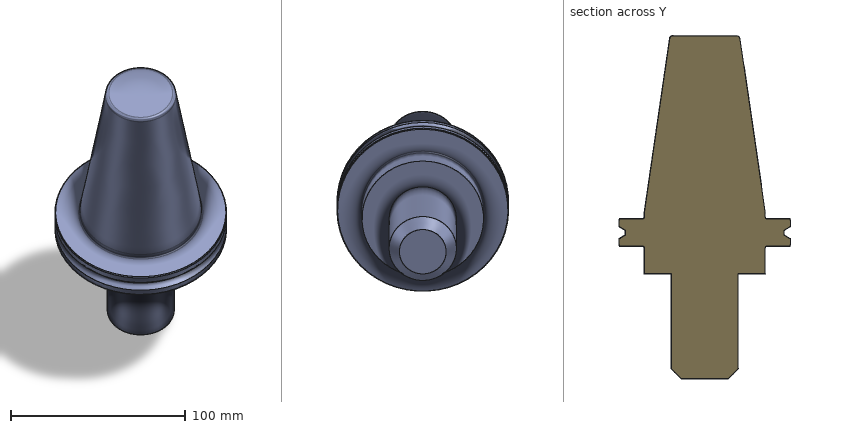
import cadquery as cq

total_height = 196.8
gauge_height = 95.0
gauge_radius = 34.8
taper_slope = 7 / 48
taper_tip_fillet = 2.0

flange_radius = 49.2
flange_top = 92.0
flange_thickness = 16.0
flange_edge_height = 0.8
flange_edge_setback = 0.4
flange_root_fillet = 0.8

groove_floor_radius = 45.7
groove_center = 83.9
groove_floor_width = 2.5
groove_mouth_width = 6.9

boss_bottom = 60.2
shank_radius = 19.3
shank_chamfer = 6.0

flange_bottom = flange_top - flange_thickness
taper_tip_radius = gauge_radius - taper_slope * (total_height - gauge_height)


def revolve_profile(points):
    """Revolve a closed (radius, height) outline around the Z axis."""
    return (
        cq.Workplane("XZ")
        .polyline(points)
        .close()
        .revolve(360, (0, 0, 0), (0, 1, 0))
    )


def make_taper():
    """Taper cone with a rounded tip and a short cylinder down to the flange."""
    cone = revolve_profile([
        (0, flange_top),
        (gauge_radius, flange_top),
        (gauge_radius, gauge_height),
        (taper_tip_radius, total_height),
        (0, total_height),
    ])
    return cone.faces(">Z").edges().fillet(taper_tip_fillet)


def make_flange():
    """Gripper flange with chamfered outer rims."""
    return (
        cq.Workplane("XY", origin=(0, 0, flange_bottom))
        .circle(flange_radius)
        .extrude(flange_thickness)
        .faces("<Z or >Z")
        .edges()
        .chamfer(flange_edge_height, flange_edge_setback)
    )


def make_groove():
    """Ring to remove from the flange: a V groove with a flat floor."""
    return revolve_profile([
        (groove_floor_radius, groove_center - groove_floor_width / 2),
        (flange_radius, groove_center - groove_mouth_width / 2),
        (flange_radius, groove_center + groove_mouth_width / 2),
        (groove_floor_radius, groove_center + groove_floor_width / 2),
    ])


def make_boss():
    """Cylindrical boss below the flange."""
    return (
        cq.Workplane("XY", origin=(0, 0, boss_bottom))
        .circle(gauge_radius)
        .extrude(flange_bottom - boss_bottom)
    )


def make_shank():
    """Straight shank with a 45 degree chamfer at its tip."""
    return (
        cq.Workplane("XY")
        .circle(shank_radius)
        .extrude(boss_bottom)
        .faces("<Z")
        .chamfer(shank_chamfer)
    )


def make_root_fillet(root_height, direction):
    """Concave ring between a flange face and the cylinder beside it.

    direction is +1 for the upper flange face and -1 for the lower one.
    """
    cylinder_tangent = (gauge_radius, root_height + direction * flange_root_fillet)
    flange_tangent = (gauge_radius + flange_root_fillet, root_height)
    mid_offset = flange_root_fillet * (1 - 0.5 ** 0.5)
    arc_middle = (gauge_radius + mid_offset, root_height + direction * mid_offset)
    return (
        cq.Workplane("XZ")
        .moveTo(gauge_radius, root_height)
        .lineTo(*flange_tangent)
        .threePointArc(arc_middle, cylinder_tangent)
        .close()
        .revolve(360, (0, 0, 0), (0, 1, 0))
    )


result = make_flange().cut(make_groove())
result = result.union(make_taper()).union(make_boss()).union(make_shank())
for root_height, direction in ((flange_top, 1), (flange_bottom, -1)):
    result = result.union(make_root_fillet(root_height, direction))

[Work instructions]
The lines from the beginning of the listing above through the line holding "shank_chamfer = 6.0" are to be duplicated exactly, and the pictures omitted.

[Answer section]
import cadquery as cq

total_height = 196.8
gauge_height = 95.0
gauge_radius = 34.8
taper_slope = 7 / 48
taper_tip_fillet = 2.0

flange_radius = 49.2
flange_top = 92.0
flange_thickness = 16.0
flange_edge_height = 0.8
flange_edge_setback = 0.4
flange_root_fillet = 0.8

groove_floor_radius = 45.7
groove_center = 83.9
groove_floor_width = 2.5
groove_mouth_width = 6.9

boss_bottom = 60.2
shank_radius = 19.3
shank_chamfer = 6.0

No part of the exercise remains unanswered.